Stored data
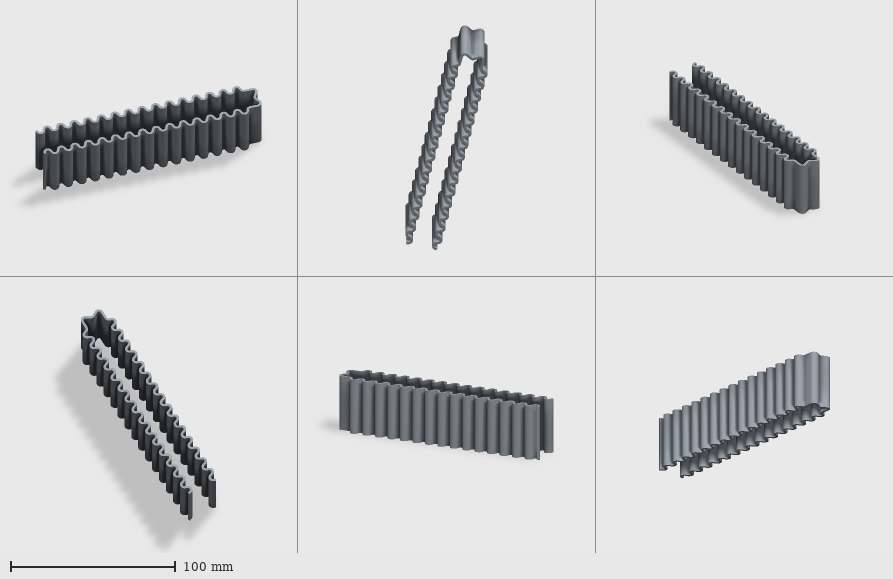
import cadquery as cq
import math

OVERALL_WIDTH = 23.0
OVERALL_LENGTH = 138.3
HEIGHT = 34.0
THICKNESS = 1.5
INSIDE_BEND_RADIUS = 1.2
WAVE_DEPTH = 5.5
WAVE_COUNT = 15
WAVES_LENGTH = 127.5
DIP_DEPTH = 2.2

BEND_RADIUS = INSIDE_BEND_RADIUS + THICKNESS / 2
HALF_PITCH = WAVES_LENGTH / WAVE_COUNT / 2
CREST_OFFSET = WAVE_DEPTH - THICKNESS
LEG_X = OVERALL_WIDTH / 2 - WAVE_DEPTH + THICKNESS / 2
TOP_Y = OVERALL_LENGTH / 2 - THICKNESS / 2
DIP_Y = TOP_Y - DIP_DEPTH


def tangent_between_bends(run, rise):
    """Length and slope (degrees from X) of the straight joining two opposite bends.

    run and rise are the X and Y distances between the centres of the bends,
    which turn in opposite directions.
    """
    length = math.sqrt(run**2 + rise**2 - (2 * BEND_RADIUS) ** 2)
    slope = math.atan2(rise, run) - math.atan2(2 * BEND_RADIUS, length)
    return length, abs(math.degrees(slope))


class Centreline:
    """Chain of tangent straights and bends, grown from a point and a heading."""

    def __init__(self, x, y, heading):
        self.x = x
        self.y = y
        self.heading = heading
        self.path = cq.Workplane("XY").moveTo(x, y)

    def straight(self, length):
        """Run on along the current heading."""
        direction = math.radians(self.heading)
        self.x += length * math.cos(direction)
        self.y += length * math.sin(direction)
        self.path = self.path.lineTo(self.x, self.y)

    def bend(self, angle):
        """Turn by angle degrees, positive to the left."""
        side = math.copysign(90, angle)
        to_centre = math.radians(self.heading + side)
        centre_x = self.x + BEND_RADIUS * math.cos(to_centre)
        centre_y = self.y + BEND_RADIUS * math.sin(to_centre)

        def point_after(turn):
            outward = math.radians(self.heading + turn - side)
            return (
                centre_x + BEND_RADIUS * math.cos(outward),
                centre_y + BEND_RADIUS * math.sin(outward),
            )

        middle = point_after(angle / 2)
        end = point_after(angle)
        self.path = self.path.threePointArc(middle, end)
        self.x, self.y = end
        self.heading += angle


dip_flank, dip_slope = tangent_between_bends(LEG_X - BEND_RADIUS, 2 * BEND_RADIUS - DIP_DEPTH)
wave_flank, wave_slope = tangent_between_bends(CREST_OFFSET - 2 * BEND_RADIUS, HALF_PITCH)

slope = math.radians(wave_slope)
end_drop = (BEND_RADIUS + THICKNESS / 2) * math.cos(slope) + wave_flank * math.sin(slope)
first_crest_y = -OVERALL_LENGTH / 2 + end_drop + WAVES_LENGTH
plain_leg = TOP_Y - BEND_RADIUS - first_crest_y

line = Centreline(0, DIP_Y, 0)
line.bend(dip_slope)
line.straight(dip_flank)
line.bend(-(dip_slope + 90))
line.straight(plain_leg)
line.bend(90 - wave_slope)
line.straight(wave_flank)
crest_turn = 180 - 2 * wave_slope
for wave in range(WAVE_COUNT):
    line.bend(-crest_turn)
    line.straight(wave_flank)
    line.bend(crest_turn)
    line.straight(wave_flank)

section = cq.Workplane("YZ", origin=(0, DIP_Y, 0)).rect(THICKNESS, HEIGHT)
half = section.sweep(line.path.wire())

result = half.union(half.mirror("YZ"))

Task item =>
Your copy of the entries must be exact and must contain no pictures.

Exercise response =>
import cadquery as cq
import math

OVERALL_WIDTH = 23.0
OVERALL_LENGTH = 138.3
HEIGHT = 34.0
THICKNESS = 1.5
INSIDE_BEND_RADIUS = 1.2
WAVE_DEPTH = 5.5
WAVE_COUNT = 15
WAVES_LENGTH = 127.5
DIP_DEPTH = 2.2

BEND_RADIUS = INSIDE_BEND_RADIUS + THICKNESS / 2
HALF_PITCH = WAVES_LENGTH / WAVE_COUNT / 2
CREST_OFFSET = WAVE_DEPTH - THICKNESS
LEG_X = OVERALL_WIDTH / 2 - WAVE_DEPTH + THICKNESS / 2
TOP_Y = OVERALL_LENGTH / 2 - THICKNESS / 2
DIP_Y = TOP_Y - DIP_DEPTH


def tangent_between_bends(run, rise):
    """Length and slope (degrees from X) of the straight joining two opposite bends.

    run and rise are the X and Y distances between the centres of the bends,
    which turn in opposite directions.
    """
    length = math.sqrt(run**2 + rise**2 - (2 * BEND_RADIUS) ** 2)
    slope = math.atan2(rise, run) - math.atan2(2 * BEND_RADIUS, length)
    return length, abs(math.degrees(slope))


class Centreline:
    """Chain of tangent straights and bends, grown from a point and a heading."""

    def __init__(self, x, y, heading):
        self.x = x
        self.y = y
        self.heading = heading
        self.path = cq.Workplane("XY").moveTo(x, y)

    def straight(self, length):
        """Run on along the current heading."""
        direction = math.radians(self.heading)
        self.x += length * math.cos(direction)
        self.y += length * math.sin(direction)
        self.path = self.path.lineTo(self.x, self.y)

    def bend(self, angle):
        """Turn by angle degrees, positive to the left."""
        side = math.copysign(90, angle)
        to_centre = math.radians(self.heading + side)
        centre_x = self.x + BEND_RADIUS * math.cos(to_centre)
        centre_y = self.y + BEND_RADIUS * math.sin(to_centre)

        def point_after(turn):
            outward = math.radians(self.heading + turn - side)
            return (
                centre_x + BEND_RADIUS * math.cos(outward),
                centre_y + BEND_RADIUS * math.sin(outward),
            )

        middle = point_after(angle / 2)
        end = point_after(angle)
        self.path = self.path.threePointArc(middle, end)
        self.x, self.y = end
        self.heading += angle


dip_flank, dip_slope = tangent_between_bends(LEG_X - BEND_RADIUS, 2 * BEND_RADIUS - DIP_DEPTH)
wave_flank, wave_slope = tangent_between_bends(CREST_OFFSET - 2 * BEND_RADIUS, HALF_PITCH)

slope = math.radians(wave_slope)
end_drop = (BEND_RADIUS + THICKNESS / 2) * math.cos(slope) + wave_flank * math.sin(slope)
first_crest_y = -OVERALL_LENGTH / 2 + end_drop + WAVES_LENGTH
plain_leg = TOP_Y - BEND_RADIUS - first_crest_y

line = Centreline(0, DIP_Y, 0)
line.bend(dip_slope)
line.straight(dip_flank)
line.bend(-(dip_slope + 90))
line.straight(plain_leg)
line.bend(90 - wave_slope)
line.straight(wave_flank)
crest_turn = 180 - 2 * wave_slope
for wave in range(WAVE_COUNT):
    line.bend(-crest_turn)
    line.straight(wave_flank)
    line.bend(crest_turn)
    line.straight(wave_flank)

section = cq.Workplane("YZ", origin=(0, DIP_Y, 0)).rect(THICKNESS, HEIGHT)
half = section.sweep(line.path.wire())

result = half.union(half.mirror("YZ"))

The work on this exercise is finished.